Absolutely not true in Boston, at least in the classical scene (I'm not nearly as familiar with the other genres you mention).


----------



## Enthusiast (Mar 5, 2016)

Aries said:


> Men and women are different, so you should expect such differences between the sexes. Women are the ones who give birth to children, suckle them and end up having much more to do with them. This gave a preference to practical capabilities for woman in the evolution compared the to more theoretical men.


I also heard that men come from Mars and women from Venus. Seems unlikely to me, though.


----------



## Kreisler jr (Apr 21, 2021)

Enthusiast said:


> I also heard that men come from Mars and women from Venus. Seems unlikely to me, though.


They should not react as similarly to earth's atmosphere and gravity as the seem to, if this was true...


----------



## Kreisler jr (Apr 21, 2021)

Pat Fairlea said:


> Though KreislerJr's comment about men being more likely to have a nerdy obsession certainly does! Let me tell you about the snail and slug species native to the British Isles..... :lol:


Are you using slugs to outdo Gussie Fink-Nottle with his newts?


----------



## Becca (Feb 5, 2015)

Aries said:


> Men and women are different, so you should expect such differences between the sexes. Women are the ones who give birth to children, suckle them and end up having much more to do with them. This gave a preference to practical capabilities for woman in the evolution compared the to more theoretical men.


Are you saying that while the women were taking care of the children, the men were sitting around considering theoretical problems? If so, who were out hunting for the evening's dinner?

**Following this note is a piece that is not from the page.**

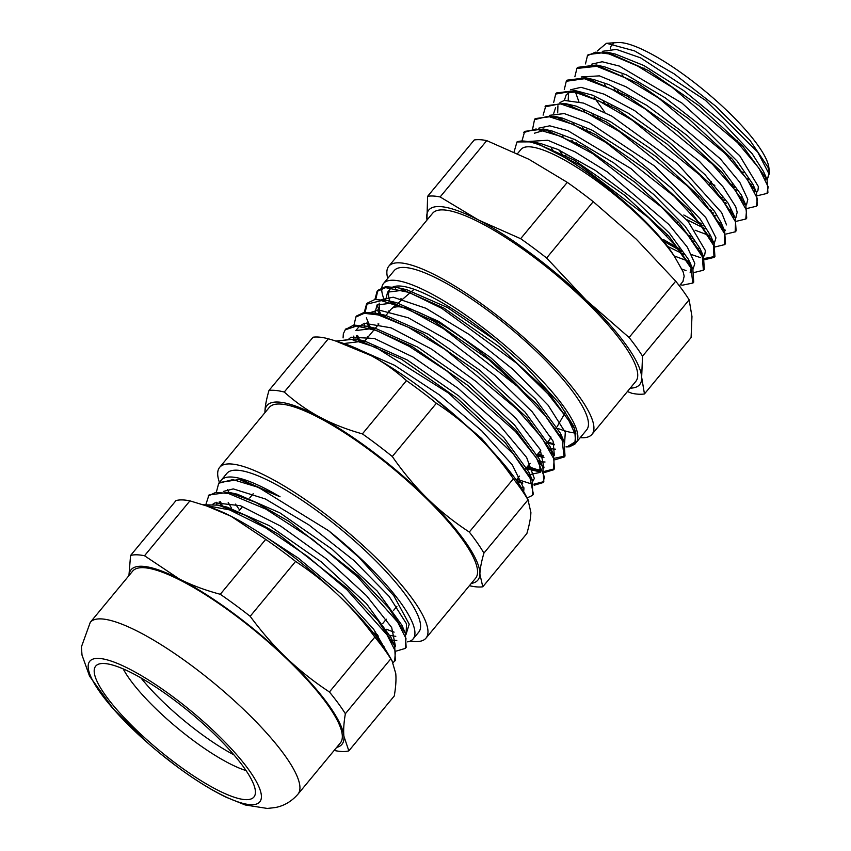 <?xml version="1.0" encoding="UTF-8"?>
<svg xmlns="http://www.w3.org/2000/svg" width="851" height="851" viewBox="0 0 851 851"><rect width="100%" height="100%" fill="white"/><g stroke="black" fill="none" stroke-linecap="round" stroke-linejoin="round"><path stroke-width="1.28" d="M392.024 660.748L395.747 673.524C396.311 679.449 395.821 686.938 394.268 695.98L348.846 750.859L343.889 736.179C343.325 730.254 343.815 722.776 345.368 713.723L390.79 658.844L392.024 660.748L388.407 654.472A136.894 32.551 -140.4 0 0 338.432 595.37C351.123 607.454 363.26 621.358 374.844 637.091L329.422 691.98C313.519 681.46 299.244 670.141 286.585 658.025C273.894 645.941 261.757 632.027 250.173 616.305L295.595 561.415C311.498 571.936 325.773 583.254 338.432 595.37A136.894 32.551 -140.4 0 0 231.036 516.249L265.703 539.396L220.281 594.285C204.985 590.2 191.284 585.073 179.178 578.893L144.51 555.746L189.933 500.856L207.016 506.079L231.036 516.249A136.894 32.551 -140.4 0 0 210.623 507.334L207.016 506.079M189.933 500.856A148.297 35.263 39.6 0 0 175.997 500.59L130.565 555.48L128.927 575.627M334.188 750.401L334.9 750.593A148.297 35.263 -140.4 0 0 348.846 750.859M129.033 575.51A136.894 32.551 39.6 0 1 179.178 578.893A136.894 32.551 39.6 0 1 286.585 658.025A136.894 32.551 39.6 0 1 343.889 736.179A136.894 32.551 39.6 0 1 336.688 747.38M144.51 555.746A148.297 35.263 -140.4 0 0 130.565 555.48M250.173 616.305A148.297 35.263 -140.4 0 0 220.281 594.285M345.368 713.723A148.297 35.263 -140.4 0 0 329.422 691.98M265.703 539.396A148.297 35.263 39.6 0 1 295.595 561.415M374.844 637.091A148.297 35.263 39.6 0 1 390.79 658.844M297.935 794.206A134.777 32.051 39.6 0 0 214.537 683.576A134.777 32.051 39.6 0 0 90.27 622.336L132.66 571.117A134.777 32.051 39.6 0 1 256.928 632.357A134.777 32.051 39.6 0 1 340.326 742.987L297.935 794.206C291.595 801.408 284.096 805.844 275.426 807.525L267.32 808.45L245.184 804.961L225.558 796.972C210.718 789.664 194.943 779.846 178.221 767.517L161.488 754.56M233.929 754.869A91.94 21.871 39.6 0 1 200.719 733.594A91.94 21.871 39.6 0 1 140.883 677.853M246.056 770.57A91.94 21.871 39.6 0 1 194.358 741.274A91.94 21.871 39.6 0 1 123.182 668.886M177.944 764.996A102.673 24.413 39.6 0 1 97.61 664.599A102.673 24.413 39.6 0 1 190.379 712.766A102.673 24.413 39.6 0 1 255.045 794.898A102.673 24.413 39.6 0 1 177.944 764.996M178.178 767.485A110.311 26.232 39.6 0 1 98.184 658.397A110.311 26.232 39.6 0 1 248.088 768.836A110.311 26.232 39.6 0 1 178.178 767.485M203.134 504.771L218.186 505.143L226.845 507.036L269.373 525.705L321.284 561.873L366.558 603.784L391.237 637.878L394.715 646.026L395.311 660.44M216.824 504.856L216.782 502.26M205.985 504.175L208.984 494.995L228.685 492.314L237.355 494.208L279.905 512.876L331.901 549.086L377.216 591.051L401.874 625.166L405.363 633.325L406.129 647.366M396.8 640.463L392.226 640.207M378.45 636.059L374.472 634.346M395.8 636.314A115.832 27.551 39.6 0 1 390.056 635.346M406.108 633.782L406.523 623.857L389.109 596.349L353.803 560.383L308.977 524.971L265.331 498.952L233.259 488.899L223.419 491.421M222.494 506.079L220.483 501.728L221.398 505.845M395.513 646.59L391.673 627.517L366.579 595.753L326.412 558.894L280.724 526.141L240.429 505.717L215.112 502.824L212.793 504.228M385.29 649.377L373.621 629.176L341.751 594.381L298.18 558.022L257.587 531.545M218.186 505.143L245.109 515.185L278.564 534.322L347.846 588.764L378.025 620.624L394.715 646.026M228.685 492.314L255.598 502.335L289.095 521.482L358.452 575.957L388.684 607.891L405.363 633.325M384.397 646.962L383.493 646.632M219.313 482.517L239.354 479.517L280.053 496.782L242.886 480.304L239.354 479.517M231.536 508.249L228.185 502.335M328.624 530.737L358.728 557.203L393.811 595.743L409.214 624.145L405.938 634.729M204.666 505.281L229.621 509.898L265.991 528.045L307.498 556.394L346.995 589.796L387.067 634.92L395.396 651.27L394.673 661.206L392.992 662.61M208.133 496.037L215.75 492.399L228.451 493.484L265.991 509.175L312.466 539.353L357.59 576.989L397.672 622.124L405.98 638.463L405.278 648.419L396.449 651.026M220.941 505.739L219.25 501.824M216.579 491.367L218.728 483.23L232.855 479.613L258.353 487.346L328.624 530.726A124.512 29.615 39.6 0 1 367.472 565.053A124.512 29.615 39.6 0 1 413.097 638.963A124.512 29.615 39.6 0 1 407.64 641.877M328.348 338.783A148.297 35.263 39.6 0 0 313.062 337.209L268.98 390.481C266.459 399.13 265.108 406.14 264.948 411.512A136.894 32.551 39.6 0 1 319.859 417.15C307.36 410.48 295.488 402.108 284.255 392.045L328.348 338.783L334.9 340.719L370.866 355.516C383.375 362.196 395.247 370.557 406.47 380.62L362.388 433.882C346.517 429.436 332.347 423.862 319.859 417.15A136.894 32.551 39.6 0 1 427.33 498.463C415.011 486.4 403.331 472.422 392.3 456.519L436.382 403.257C452.062 413.543 466.04 424.745 478.347 436.84C490.665 448.902 502.345 462.88 513.376 478.783L469.295 532.045C453.615 521.759 439.637 510.557 427.33 498.463A136.894 32.551 39.6 0 1 479.89 574.138C480.06 568.766 481.4 561.756 483.921 553.107L528.003 499.845L530.896 512.504C530.726 517.876 529.386 524.886 526.865 533.534L482.783 586.796L479.89 574.138A136.894 32.551 39.6 0 1 471.294 583.403M264.948 411.512L264.927 412.65A136.894 32.551 39.6 0 1 264.948 411.512M469.39 585.701A148.297 35.263 -140.4 0 0 482.783 586.796M284.255 392.045A148.297 35.263 -140.4 0 0 268.98 390.481M392.3 456.519A148.297 35.263 -140.4 0 0 362.388 433.882M406.47 380.62A148.297 35.263 39.6 0 1 436.382 403.257M513.376 478.783A148.297 35.263 39.6 0 1 528.003 499.845M483.921 553.107A148.297 35.263 -140.4 0 0 469.295 532.045M528.833 501.207L525.141 494.261A136.894 32.551 -140.4 0 0 478.347 436.84A136.894 32.551 -140.4 0 0 370.866 355.516A136.894 32.551 -140.4 0 0 342.442 343.059L334.9 340.719M219.42 482.379A133.926 31.849 39.6 0 1 219.654 467.359L269.246 407.438A133.926 31.849 39.6 0 1 383.28 460.646A133.926 31.849 39.6 0 1 477.56 572.372A133.926 31.849 39.6 0 1 475.592 578.212L425.989 638.133A133.926 31.849 39.6 0 1 410.363 641.026M219.654 467.359A133.926 31.849 39.6 0 1 333.688 520.567A133.926 31.849 39.6 0 1 427.968 632.293A133.926 31.849 39.6 0 1 425.989 638.133M239.674 510.079A124.512 29.615 39.6 0 1 235.536 504.111M228.77 492.325A124.512 29.615 39.6 0 1 227.494 489.442M220.547 481.198A124.512 29.615 39.6 0 1 221.249 480.187L226.898 473.358A124.512 29.615 39.6 0 1 373.132 558.224A124.512 29.615 39.6 0 1 418.745 632.133L413.097 638.963M394.109 632.133A124.512 29.615 39.6 0 1 386.641 629.283M377.472 634.591A124.512 29.615 39.6 0 1 374.631 633.282M221.249 480.187A124.512 29.615 39.6 0 1 280.053 496.782M514.057 152.031L516.961 141.968A113.162 26.913 39.6 0 1 540.928 145.489C581.137 161.296 654.238 221.909 674.939 257.268A104.482 24.849 39.6 0 0 590.573 176.54A104.482 24.849 39.6 0 0 520.961 149.468L517.504 153.648M765.038 175.763A101.056 24.03 39.6 0 1 763.953 176.146M743.859 172.668A101.056 24.03 39.6 0 1 741.327 171.647M623.794 77.164A101.056 24.03 39.6 0 1 622.028 74.771M610.975 54.517A101.056 24.03 39.6 0 1 610.678 53.294M610.316 48.869A101.056 24.03 39.6 0 1 613.39 43.763M606.486 43.284L617.89 42.55A101.056 24.03 39.6 0 1 704.947 91.046A101.056 24.03 39.6 0 1 768.857 167.498L769.517 172.806L767.942 167.126L749.997 140.351L716.127 106.503L674.3 73.952L634.527 50.879L606.486 43.273L597.189 51.049M767.251 179.625L769.517 172.806M746.582 178.487A104.482 24.849 -140.4 0 0 748.731 179.21M601.54 66.835L602.051 67.846M617.603 90.749L619.836 93.482M335.922 341.038L355.984 339.028L401.566 359.303L457.019 398.087L505.462 443.009L532.215 479.794L532.747 494.952M345.549 329.465L353.718 325.093L366.494 326.199L412.086 346.463L467.603 385.28L516.121 430.255L542.853 467.071L543.821 481.634L533.854 484.166M530.524 483.645L516.919 479.251M360.409 341.506L359.675 340.102M359.548 339.847L357.569 335.539M355.909 316.998L356.654 315.934L364.345 312.306L377.121 313.402L422.713 333.677L478.209 372.483L526.695 417.437L553.427 454.232L554.416 468.827L544.459 471.369M541.098 470.848L527.524 466.444M371.004 328.677L370.281 327.295M370.164 327.05L366.366 317.817M365.175 312.221L367.27 303.147L374.929 299.488L387.748 300.616L433.319 320.87L488.782 359.654L537.258 404.587L564.022 441.392L565.021 456.03L553.81 458.402M543.215 455.615L538.109 453.647M381.578 315.87L380.876 314.487M380.748 314.232L376.982 305.02M375.78 299.403L377.855 290.329L385.514 286.691L398.247 287.776L443.85 308.041L499.388 346.868L547.906 391.854L574.648 428.67L575.606 443.211L568.532 445.892L575.159 441.892L575.85 433.095L573.393 425.808L559.852 403.991L525.28 366.196L496.931 341.379A116.236 27.636 -140.4 0 0 390.258 288.968A116.236 27.636 -140.4 0 0 389.737 301.073M431.244 395.715L481.666 438.51L514.185 477.209M345.229 343.368L364.547 340.996L407.097 359.888L458.774 395.96L503.856 437.669L528.684 471.762L532.215 479.794M530.099 475.486L531.003 480.155M523.854 487.602L521.269 487.58M353.814 338.56L353.793 336.081M359.356 326.305L355.824 330.571L375.057 328.178L417.628 347.048L469.369 383.152L514.504 424.926L539.321 459.029L540.204 472.379L529.918 474.56M529.567 474.507L527.886 474.209M367.781 337.39L367.43 336.581M364.558 327.029L364.409 323.274M375.195 314.2L385.684 315.37L428.255 334.262L479.964 370.355L525.078 412.097L549.895 446.19L552.203 454.455M545.034 461.997L540.523 461.774M540.162 461.721L538.492 461.412M378.387 324.582L378.035 323.784M375.014 312.955L377.025 304.966L396.3 302.573L438.861 321.465L490.538 357.526L535.641 399.257L560.479 433.35L562.777 441.595M555.629 449.19L549.108 448.605M388.981 311.785L388.63 310.977M385.62 300.158L387.62 292.159L406.81 289.744L447.36 307.445L496.931 341.368M336.198 341.123L351.165 339.336L375.685 347.304L448.711 393.215L513.121 453.732L530.077 478.23L533.332 493.835L532.364 495.463L527.099 497.941M343.081 337.911L343.336 333.752L345.24 329.805L356.622 326.039L376.493 330.518L409.225 346.368L446.871 371.036L515.536 431.585L536.577 458.274L544.491 477.134L542.917 482.623L534.151 485.24M522.61 482.751L516.536 480.475M356.909 336.922L356.367 335.634M353.739 326.124L355.878 317.029L364.249 313.317L378.333 314.944L408.406 327.305L444.999 349.421L516.844 409.033L541.661 437.467L554.107 459.285L553.48 469.795L544.768 472.465M540.534 471.933L526.673 467.465M368.568 326.678L366.93 322.827M364.281 312.306L366.494 304.243L381.354 300.637L408.278 309.296L443.254 328.497L517.195 386.216L545.395 415.958L562.192 440.361L564.075 456.987L555.363 459.689M543.789 457.115L537.279 454.647M379.152 313.87L377.525 310.019M374.919 299.488L377.067 291.425L385.641 287.627L409.033 292.425L441.86 308.402L516.738 363.292L547.906 393.853L568.798 420.468L575.648 435.127L574.712 444.211L569.425 446.796L565.958 446.881M554.405 444.328L547.863 441.86M729.977 183.529L732.998 185.135M767.24 193.113L767.9 192.443L767.049 179.529L742.912 146.383L698.969 105.747L648.558 70.59L607.04 52.198L588.243 54.549L587.541 55.549M592.562 79.696L593.487 81.345M719.372 196.315L722.393 197.932M756.582 205.974L757.305 205.251L756.454 192.337L732.307 159.18L688.353 118.534L637.952 83.387L596.434 65.006L577.659 67.357L576.946 68.367M581.776 92.153L582.892 94.153M708.766 209.123L711.798 210.74M745.944 218.824L746.721 218.069L745.827 205.07L721.659 171.923L677.736 131.32L627.368 96.206L585.892 77.824L567.064 80.164L566.362 81.175M571.372 105.301L572.308 106.971M698.171 221.93L701.203 223.547M735.338 231.632L736.115 230.866L735.221 217.856L711.064 184.731L667.163 144.149L616.826 109.034L575.34 90.632L556.458 92.961L555.746 94.004M560.777 118.108L561.724 119.778M687.576 234.738L690.608 236.355M724.744 244.418L725.509 243.663L724.627 230.695L700.501 197.57L656.6 156.978L606.242 121.853L564.734 103.428L545.863 105.758L543.108 115.14M549.991 130.565L551.129 132.586M663.461 239.567L680.013 249.152M691.789 254.672L700.554 257.662M704.33 258.491L714.914 256.47L714.053 243.546L689.927 210.399L645.983 169.764L595.583 134.618L554.065 116.215L535.258 118.566L534.407 119.608M539.385 143.372L540.481 145.319M703.522 270.054L704.32 269.278L703.469 256.353L679.321 223.207L635.378 182.561L584.967 147.414L543.449 129.022L524.673 131.373L521.961 141.021M692.916 282.883L693.735 282.085L692.842 269.097L668.684 235.95L624.751 195.336L574.382 160.222L532.896 141.84L517.025 141.947M532.737 142.702L541.459 143.808L557.554 149.319L595.37 170.423L635.803 200.889L669.503 233.28L688.704 259.736L691.267 267.65L690.118 272.831M534.428 133.203L545.534 129.969L552.012 130.99L574.776 139.553L613.826 162.956L653.674 194.411L685.098 226.249L699.937 248.311L703.469 256.353M701.288 251.981L701.937 255.928M688.693 261.363L674.088 255.906M552.969 150.436L551.703 148.436M552.703 117.151L558.628 117.438M554.065 116.215L562.628 118.183L592.37 130.32L632.314 155.786L671.226 187.943L700.107 218.941L710.521 235.504L714.053 243.546M711.883 239.184L712.542 243.141M699.288 248.556L697.458 248.077M563.607 137.692L562.298 135.639M553.746 113.257L555.618 107.588M563.319 104.343L569.276 104.641M564.734 103.428L576.297 106.173L610.284 121.565L650.76 148.872L688.395 181.433L714.5 211.314L721.095 222.654L724.627 230.695M722.467 226.345L723.137 230.355M709.883 235.759L695.065 230.196M574.202 124.884L572.904 122.831M564.341 100.418L566.223 94.791L569.638 92.397L579.882 91.844M575.34 90.632L592.519 95.163L628.432 113.257L669.099 142.16L705.139 174.817L728.233 203.304L735.221 217.856M733.051 213.516L733.732 217.548M720.489 222.962L718.638 222.483M584.786 112.077L583.488 110.034M578.871 101.694L575.265 91.493M584.488 78.728L590.445 79.037M585.892 77.824L594.455 79.792L609.22 84.738L646.76 105.354L687.268 135.575L721.393 168.051L741.274 194.879L745.827 205.07M743.657 200.719L744.327 204.74M731.083 210.154L729.233 209.665M604.88 112.396L594.083 97.227M595.094 65.921L600.997 66.218M596.434 65.006L604.997 66.974L626.368 74.867L665.195 97.812L705.192 129.086L737.104 161.073L752.912 184.284L756.454 192.337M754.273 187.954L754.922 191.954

The third gender? if this sounds sarcastic then you are correct, but then that's what the idea deserves.


----------



## Aries (Nov 29, 2012)

Becca said:


> Are you saying that while the women were taking care of the children, the men were sitting around considering theoretical problems? If so, who were out hunting for the evening's dinner?


The men were hunting and that is a technical task. Theorethical thinking about hunting strategies/weapons etc. was beneficial. Taking care of children is a more social task. Its more about connecting with humans.



Becca said:


> if this sounds sarcastic then you are correct, but then that's what the idea deserves.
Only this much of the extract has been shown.